Thursday, February 7, 2013

my life.

there are some things my youngest children will never have to experience, and i am elated for them. but my heart aches for my oldest three, as they endure the back-and-forth of visitation and the drama associated with life after divorce. gratefully, my youngest children will never know what it's like to have a father that bails. they will never know anything but a mom and dad that stay together in love. i am happy for me, to have such an incredible husband...and i am happy for them, to have the best dad imaginable. my joy extends to my oldest three...that, although they must deal with the ripple effect of their biological father's choices, they will always have us. together, we are a complete and eternal family...and even though my oldest three have a different father than their younger siblings, they all most certainly have the same DAD. 





my husband. he is A-M-A-Z-I-N-G. not a day goes by that he doesn't gush over his love for me. not a day goes by that i don't love and appreciate him for the man he is. and our children, all of them, see this love daily. our preteen may turn red and roll her eyes when we kiss in the kitchen, but i know she is glad to have two parents that are crazy about each other. the younger ones squeal and giggle when they see us snuggle and express our mushy love for one another. they are growing up with what they all deserve: two parents that are in love, in like, are completely devoted and committed to one another, and to the Lord.

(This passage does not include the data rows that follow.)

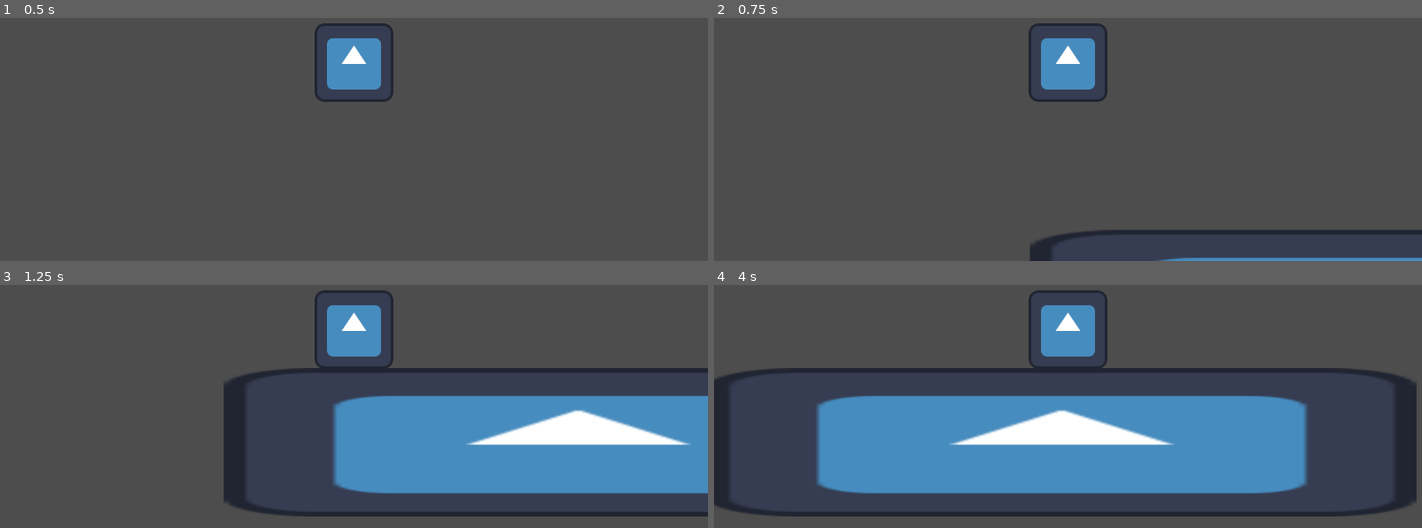
Above: before the commit, frames 1-4 (two rows, left to right).
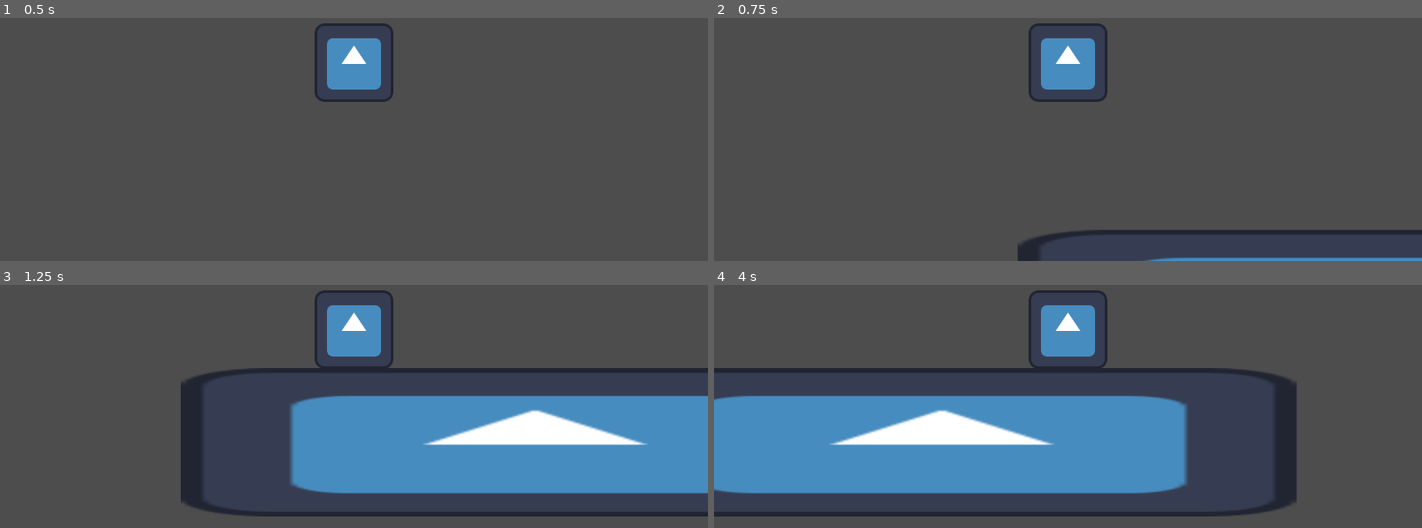
Above: after the commit, the same moments.

Repository: FoxedGuy/rune-ruins
Game: Godot game, scene res://player_test.tscn
Two runs of this game, one before a commit and one after it. Both use one fixed random seed, a clock stepped at 60 frames per second and the inputs below. The engine's default icon, where the game draws it, is replaced by a stand-in: a white triangle on a blue panel in a dark square.
Inputs:
- Up to frame 1 (0.5 s): no input
- Up to frame 2 (0.75 s): tap Enter (ui_accept) at 0.5 s; hold Right (ui_right) from 0.53 s (still down)
- Up to frame 3 (1.25 s): keep holding Right (ui_right); tap Enter (ui_accept) at 0.77 s
- Up to frame 4 (4 s): tap Enter (ui_accept) at 1.52, 3.02, 3.77 s; release Right (ui_right) at 2.03 s; hold Left (ui_left) 2.03-2.78 s; hold Right (ui_right) from 2.78 s (still down)

Frame 1 is identical in both runs. In frame 2, 0.4% of the frame differs, in the area x 42-66%, y 87-100%; in frame 3, 8.6%; in frame 4, 21%, in the area x 0-100%, y 34-96%.

Commit message:
simple vars and some function declarations

Diff:
--- a/character_body_2d.gd
+++ b/character_body_2d.gd
@@ -1,9 +1,27 @@
 extends CharacterBody2D
-
-
-const SPEED = 300.0
+const SPEED = 400.0
 const JUMP_VELOCITY = -400.0
 
+@onready
+var sprite = $Sprite2D
+
+# TODO: should be changed along the way
+var health = 100
+var mana = 30
+var stamina = 50
+var is_attacking: bool = false
+var weapon
+
+func attack() -> void:
+	is_attacking = true
+	stamina -= 10
+	is_attacking = false
+
+func get_damage(damage: int) -> void:
+	health -= damage
+
+func _input(event: InputEvent) -> void:
+	pass
 
 func _physics_process(delta: float) -> void:
 	# Add the gravity.
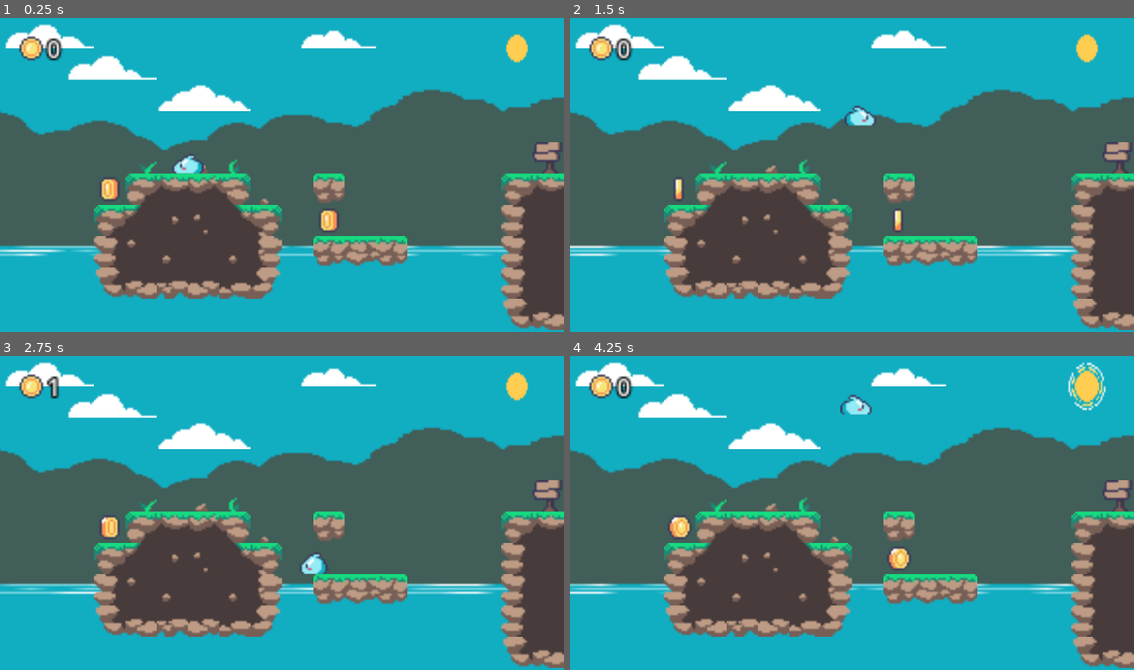
Above: before the commit, frames 1-4 (two rows, left to right).
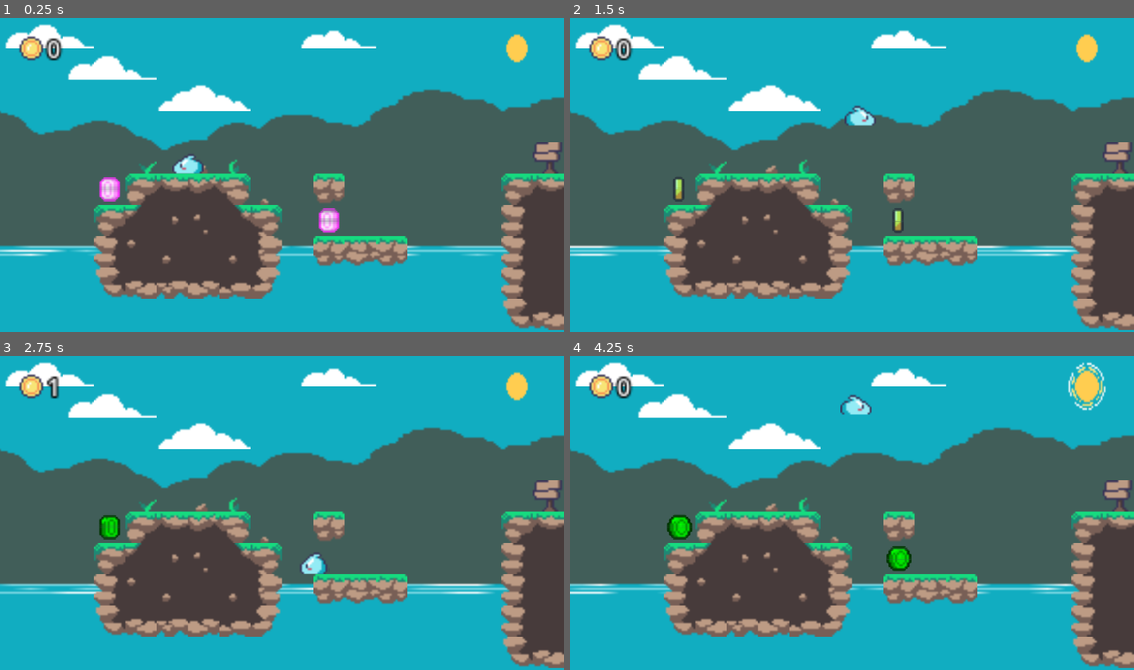
Above: after the commit, the same moments.

Repository: jacmba/godot-2d-platformer-game
Game: Godot game, scene res://scenes/world/stage.tscn
The game is run twice, just before and just after one commit, with the same random seed, the same clock (stepped at 60 frames per second) and the same inputs. The project has no main scene, so this scene is started directly.
Inputs:
- Up to frame 1 (0.25 s): no input
- Up to frame 2 (1.5 s): hold Right (move_right) from 0.53 s (still down); tap Space (jump) at 0.77 s
- Up to frame 3 (2.75 s): tap Space (jump) at 1.52 s; release Right (move_right) at 2.03 s; hold Left (move_left) from 2.03 s (still down)
- Up to frame 4 (4.25 s): release Left (move_left) at 2.78 s; hold Right (move_right) from 2.78 s (still down); tap Space (jump) at 3.02, 3.77 s

The runs differ from the first frame. In frame 1, 0.5% of the frame differs, in the area x 17-61%, y 50-69%; in frame 2, 0.3%; in frame 3, 0.3%; in frame 4, 0.6%.

Commit message:
Coin shader. Change stage when all coins collected

Diff:
--- /dev/null
+++ b/materials/coinMaterial.tres
@@ -0,0 +1,6 @@
+[gd_resource type="ShaderMaterial" load_steps=2 format=3 uid="uid://cftpqa16tsqvg"]
+
+[ext_resource type="Shader" path="res://materials/shaders/shine.gdshader" id="1_qx5r1"]
+
+[resource]
+shader = ExtResource("1_qx5r1")
--- /dev/null
+++ b/materials/shaders/shine.gdshader
@@ -0,0 +1,11 @@
+shader_type canvas_item;
+
+void fragment() {
+	COLOR.r *= cos(TIME) * 10.0;
+	COLOR.b *= cos(TIME) * 10.0;
+	COLOR.a *= sin(TIME) * 10.0 * cos(VERTEX.y);
+
+	if (COLOR.a < 0.0) {
+		COLOR.a *= -1.0;
+	}
+}
--- a/scenes/packed/coin.tscn
+++ b/scenes/packed/coin.tscn
@@ -1,7 +1,23 @@
-[gd_scene load_steps=7 format=3 uid="uid://cjj0s16uapswj"]
+[gd_scene load_steps=8 format=3 uid="uid://cjj0s16uapswj"]
 
+[ext_resource type="Material" uid="uid://cftpqa16tsqvg" path="res://materials/coinMaterial.tres" id="1_gtr1w"]
 [ext_resource type="Texture2D" uid="uid://bbdfsjc0vrx5n" path="res://rocky_roads/Objects/coin_gold.png" id="1_r7bbd"]
 [ext_resource type="Script" path="res://scripts/coin.gd" id="2_rvqcw"]
+
+[sub_resource type="Animation" id="Animation_uiydf"]
+length = 0.001
+tracks/0/type = "value"
+tracks/0/imported = false
+tracks/0/enabled = true
+tracks/0/path = NodePath(".:frame")
+tracks/0/interp = 1
+tracks/0/loop_wrap = true
+tracks/0/keys = {
+"times": PackedFloat32Array(0),
+"transitions": PackedFloat32Array(1),
+"update": 1,
+"values": [0]
+}
 
 [sub_resource type="Animation" id="Animation_do5cl"]
 resource_name = "rotate"
@@ -20,21 +36,6 @@
 "values": [0, 1, 2, 3, 4, 5, 6, 7]
 }
 
-[sub_resource type="Animation" id="Animation_uiydf"]
-length = 0.001
-tracks/0/type = "value"
-tracks/0/imported = false
-tracks/0/enabled = true
-tracks/0/path = NodePath(".:frame")
-tracks/0/interp = 1
-tracks/0/loop_wrap = true
-tracks/0/keys = {
-"times": PackedFloat32Array(0),
-"transitions": PackedFloat32Array(1),
-"update": 1,
-"values": [0]
-}
-
 [sub_resource type="AnimationLibrary" id="AnimationLibrary_6gmeb"]
 _data = {
 "RESET": SubResource("Animation_uiydf"),
@@ -45,6 +46,7 @@
 radius = 8.0
 
 [node name="coin" type="Sprite2D"]
+material = ExtResource("1_gtr1w")
 texture = ExtResource("1_r7bbd")
 hframes = 8
 script = ExtResource("2_rvqcw")
--- a/scenes/world/stage.tscn
+++ b/scenes/world/stage.tscn
@@ -268,9 +268,10 @@
 format = 2
 layer_0/tile_data = PackedInt32Array(196602, 65536, 3, 131070, 327680, 2, 131071, 393216, 2, 196607, 393216, 3, 262138, …(954 unchanged characters)…
 
-[node name="HUD" type="CanvasLayer" parent="." groups=["coin_listeners", "dead_zone_listeners"]]
+[node name="HUD" type="CanvasLayer" parent="." node_paths=PackedStringArray("coin_list") groups=["coin_listeners", "dead_zone_listeners"]]
 follow_viewport_enabled = true
 script = ExtResource("4_t5sev")
+coin_list = NodePath("../Objects/Coins")
 
 [node name="CoinCounter" type="Label" parent="HUD"]
 offset_left = -120.0
--- a/scripts/inventory.gd
+++ b/scripts/inventory.gd
@@ -1,12 +1,18 @@
 extends Node
+
+@export var coin_list: Node
 
 var coins = 0
 
 @onready var coin_counter: Label = $CoinCounter
+@onready var stage_coins = coin_list.get_child_count()
 
 func _on_coin_collected():
 	coins += 1
 	coin_counter.text = str(coins)
 
+	if coins == stage_coins:
+		get_tree().change_scene_to_file("res://scenes/world/stage.tscn")
+
 func _on_dead_zone_entered():
 	get_tree().reload_current_scene()
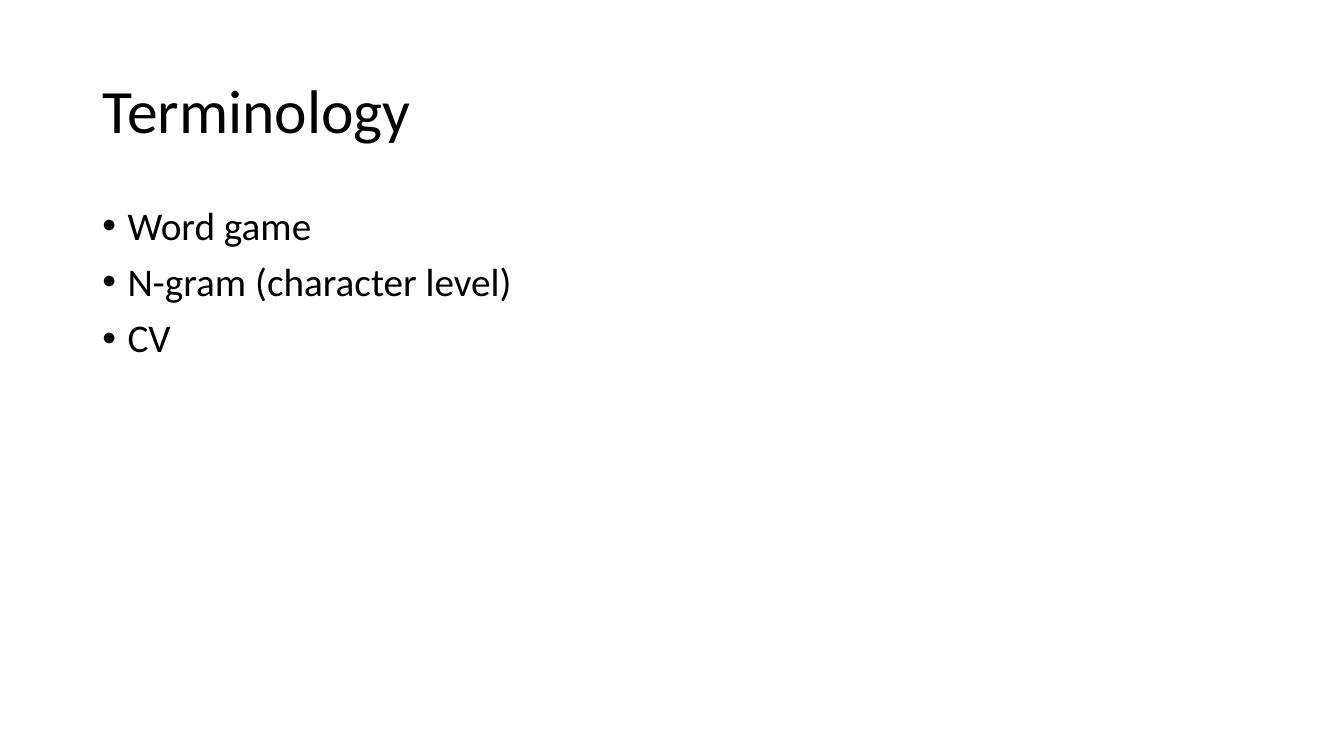
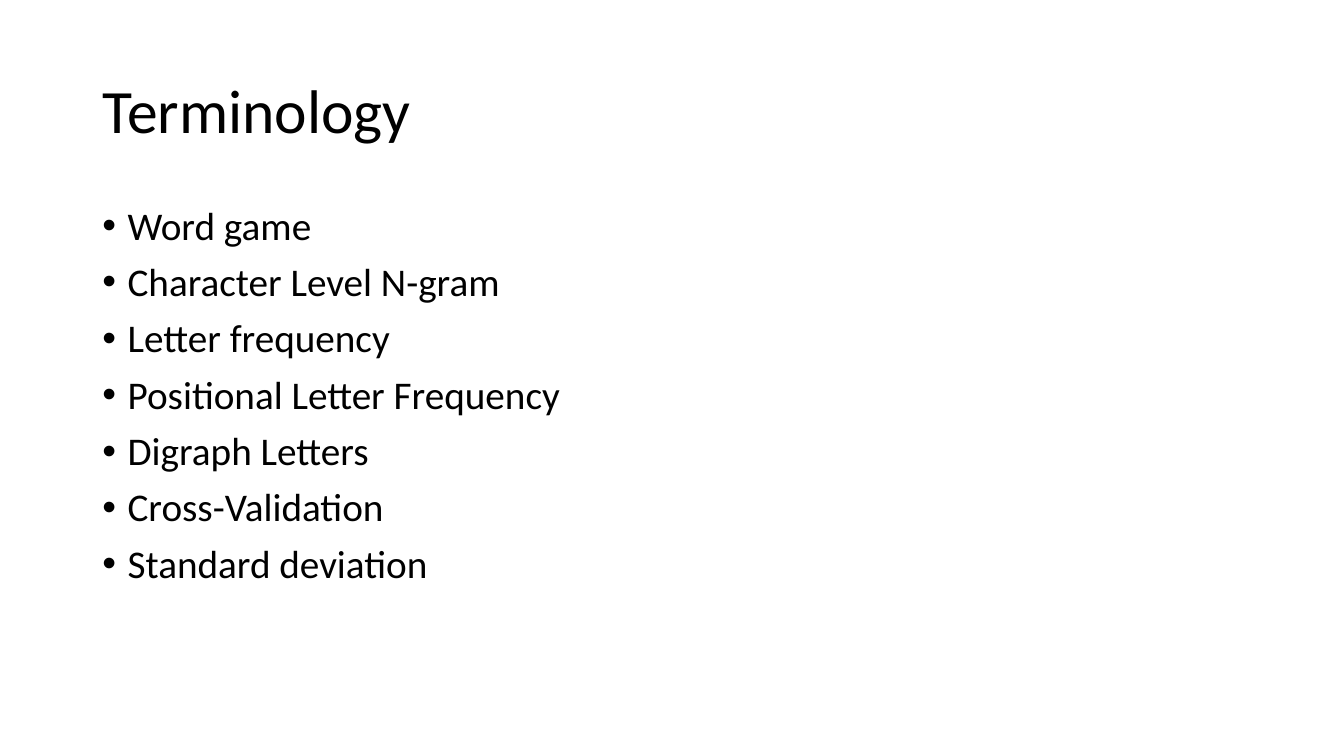
Before and after one commit to UlugbekSalaev/MatchingLetterGame, a slide deck: slide 3 of Presentation.pptx. Drawn at 1344x756 pixels with LibreOffice and Linux fonts; fonts in the diff are those of the drawing. Boxes give left, top, right and bottom in pixels: in the first picture for what was removed or moved away, otherwise in the second. Text is boxed around its words. In the diff, an @@ line names an element or a change of style, - is before the commit and + after.

```diff
--- a/Presentation.pptx
+++ b/Presentation.pptx
@@ text at (128, 268, 560, 579): text changed @@
-• N-gram (character level)
-• CV
+• Character Level N-gram
+• Letter frequency
+• Positional Letter Frequency
+• Digraph Letters
+• Cross-Validation
+• Standard deviation
```
Also in this commit, not shown: 4 other slides changed, 6 slides added, 3 slides removed, 4 other files.

recent events with my ex further solidify the reasons why God allowed this trial into my life, and later provided me with a good man and reliable father for my children. i've been saddened and deeply disappointed by my ex, time and time again, but like so many have pointed out to me, it shouldn't surprise me anymore. i suppose i am hopelessly optimistic when it comes to that man i used to be "mrs." with. he is the father of my children, and still has many of the same good qualities i used to adore. but he has allowed the world to consume him, and that is so tragic to me. money, status, things....they come first. my children ride in the metaphorical backseat of his world, and more often than not, he's not even in the driver's seat.

my children are wise, however. they know what "real" is. and what they don't realize now, they will realize when they are older. expensive gifts are not love. quality time, teaching gospel principles...that IS love. they know the difference between our two homes - they can feel it every time. holidays are never the same for them, when they are forced to go elsewhere. while i feel badly for them, i pray it only makes them stronger. and i pray they will take this knowledge and experience with them as they grow and eventually when they choose who they marry. my own poor choices led me to make a very poor choice in my first husband...but how can i ever regret those three beautiful children that came from that union? i don't even want to call it a marriage, because now i know what a real marriage is. 

when i watch our youngest son play, when i read books to him, when he snuggles up between my husband and i....i feel an overwhelming feeling of peace. he is SO blessed, and he doesn't even know it yet. my husband and i often speak of how lucky he is to have us, because we love each other...and no matter what life throws at us, we aren't going anywhere. and now, we have another baby on the way....another child that will experience that gift that seems so rare these days. the gift i was given as a child and still enjoy today: parents that stay happily married.